Italian politicians bicker over belt-tightening
ROME (AP) — Italian politicians scrambled Sunday to find ways to modify the government's plan for slashed spending and new taxes, a formula devised to reassure markets but which set Premier Silvio Berlusconi's allies bickering among themselves and incensed ordinary citizens.
Just before much of Italy shut down for the big mid-August holiday weekend, Berlusconi unveiled the hastily assembled €45.5 billion ($67 billion) austerity package.
Reluctantly reneging on his promise to "never put the government's hands in the pockets of citizens," the billionaire media mogul announced a "solidarity" tax of an extra 5 percent on income over €90,000 ($130,000) and 10 percent over €150,000 ($220,000).
The measures also include closing down local governments of towns with less than 1,000 citizens, speeding up the timetable for raising women's retirement age and pledging to work for a constitutional amendment to require a balanced budget.
But cries are rising from ordinary Italians as well as some politicians that the government cut its own fat. Proposals include halving the number of Parliament's handsomely paid members, and selling off villas and other state real estate. There have even been calls to break a sacred taboo by ending the property tax exemption on the Catholic church's extensive holdings in Italy.
The suggestions seemed to be reaching the ears of the government. Defense Minister Ignazio La Russa told Sky TG24 TV his ministry was considering selling off underused army barracks and other military facilities to raise cash.
A cartoon on the front page of Corriere della Sera depicted Berlusconi as a crestfallen king, crown askew, holding out a tray of state palazzi and villas with the sign "for sale."
Senate committees start work on the austerity package Tuesday, to ready it for approval by Parliament in September when all lawmakers report back to work.
"A lot of proposals, maybe too many proposals, are being examined," Antonio Azzollini, head of the Senate budget committee, told Sky. Among measures that might be modified to make the austerity move "fairer" are pension reforms and the "solidarity" tax, he said.
A Berlusconi ally, Adriana Poli Bertone, said her faction was willing to test the waters with other political parties about halving the number of parliamentarians.
Italian newspapers are awash in letters from an angry public suggesting that the number of lawmakers be reduced, or at least be docked pay when they don't show up for sessions, especially those who hold second "jobs" in law or industry.
Berlusconi's decision to pull the plug on local governments in Italy's tiniest towns especially irked grass roots members of the Northern League, a populist party led by Umberto Bossi, whose support keeps Berlusconi's 3-year-old government alive.

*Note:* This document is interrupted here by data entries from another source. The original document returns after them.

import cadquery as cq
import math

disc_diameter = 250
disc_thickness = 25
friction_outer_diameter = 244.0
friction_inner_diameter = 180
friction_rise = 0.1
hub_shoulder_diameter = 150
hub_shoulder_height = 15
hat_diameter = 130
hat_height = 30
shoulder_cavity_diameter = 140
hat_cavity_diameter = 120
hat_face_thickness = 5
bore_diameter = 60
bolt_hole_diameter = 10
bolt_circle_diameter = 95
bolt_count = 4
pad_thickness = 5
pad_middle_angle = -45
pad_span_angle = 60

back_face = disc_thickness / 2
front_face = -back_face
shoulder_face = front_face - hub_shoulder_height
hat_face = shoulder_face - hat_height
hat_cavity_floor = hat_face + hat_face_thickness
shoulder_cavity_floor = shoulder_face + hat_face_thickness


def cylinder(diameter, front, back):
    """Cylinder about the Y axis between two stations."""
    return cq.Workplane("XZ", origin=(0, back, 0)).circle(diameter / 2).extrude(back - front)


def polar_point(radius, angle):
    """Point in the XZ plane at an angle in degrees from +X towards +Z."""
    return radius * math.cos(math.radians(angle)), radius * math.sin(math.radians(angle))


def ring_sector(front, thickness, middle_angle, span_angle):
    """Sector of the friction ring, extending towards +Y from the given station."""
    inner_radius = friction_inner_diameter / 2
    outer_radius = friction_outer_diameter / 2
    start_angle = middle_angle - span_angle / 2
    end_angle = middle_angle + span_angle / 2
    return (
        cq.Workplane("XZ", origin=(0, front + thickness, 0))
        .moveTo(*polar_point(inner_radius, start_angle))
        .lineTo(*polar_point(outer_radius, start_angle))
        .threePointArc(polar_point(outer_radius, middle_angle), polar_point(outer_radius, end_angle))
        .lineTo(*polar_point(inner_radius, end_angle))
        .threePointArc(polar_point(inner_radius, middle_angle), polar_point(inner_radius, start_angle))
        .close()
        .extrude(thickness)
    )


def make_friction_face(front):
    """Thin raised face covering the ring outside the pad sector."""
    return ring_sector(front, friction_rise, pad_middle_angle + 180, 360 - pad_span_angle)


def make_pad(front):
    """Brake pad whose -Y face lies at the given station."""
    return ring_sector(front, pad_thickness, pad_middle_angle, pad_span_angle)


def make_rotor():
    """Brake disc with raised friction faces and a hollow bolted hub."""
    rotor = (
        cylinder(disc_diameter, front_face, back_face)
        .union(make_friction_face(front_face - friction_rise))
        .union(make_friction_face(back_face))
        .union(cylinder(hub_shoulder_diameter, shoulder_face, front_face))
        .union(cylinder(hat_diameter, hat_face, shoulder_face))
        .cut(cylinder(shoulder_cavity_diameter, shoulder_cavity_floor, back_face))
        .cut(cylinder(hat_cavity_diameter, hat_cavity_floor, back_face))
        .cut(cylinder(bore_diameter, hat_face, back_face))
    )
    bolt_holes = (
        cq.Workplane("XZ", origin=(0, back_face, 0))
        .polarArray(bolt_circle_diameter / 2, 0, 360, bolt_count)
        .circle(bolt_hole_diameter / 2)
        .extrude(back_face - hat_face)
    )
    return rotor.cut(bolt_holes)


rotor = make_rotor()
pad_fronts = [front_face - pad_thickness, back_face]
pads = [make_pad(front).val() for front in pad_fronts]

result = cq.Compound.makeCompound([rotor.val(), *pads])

Bossi himself has balked at pension reform, loathe to antagonize the working class base of his party. Holding court wearing an undershirt and with a cigar stub dangling from a corner of his mouth while vacationing, the Northern League leader openly criticized the reform, saying women need to retire earlier than men so they can baby-sit grandchildren.
Berlusconi has been keeping a low profile. After vacationing at one of his seaside villas in Sardinia, he flew to his mansion outside Milan.
Some politicians are calling for a slight increase in the sales tax as more democratic than the "solidarity tax." Since tax evasion is endemic, the "solidarity" measure will largely be shouldered by salaried workers. Berlusconi had staunchly opposed raising the sales tax, but he seemed to be doing an about face. Italian news agency Lapresse quoted the premier's top aide, Justice Minister Angelino Alfano, as saying Sunday that a sales tax increase is "worthwhile, if it really softens the cuts without diminishing consumer purchases."
Union and industrial leaders have complained that the austerity package offers no remedies for the sluggish economy.
A stroll down the streets in Rome's residential neighborhoods indicates Italians cut back on vacations. Parking places usually abound in August, as families head to the sea or mountains, but not this summer. Butcher shops and grocery stores that in the past closed down for the entire month, posted signs saying they were only taking two weeks.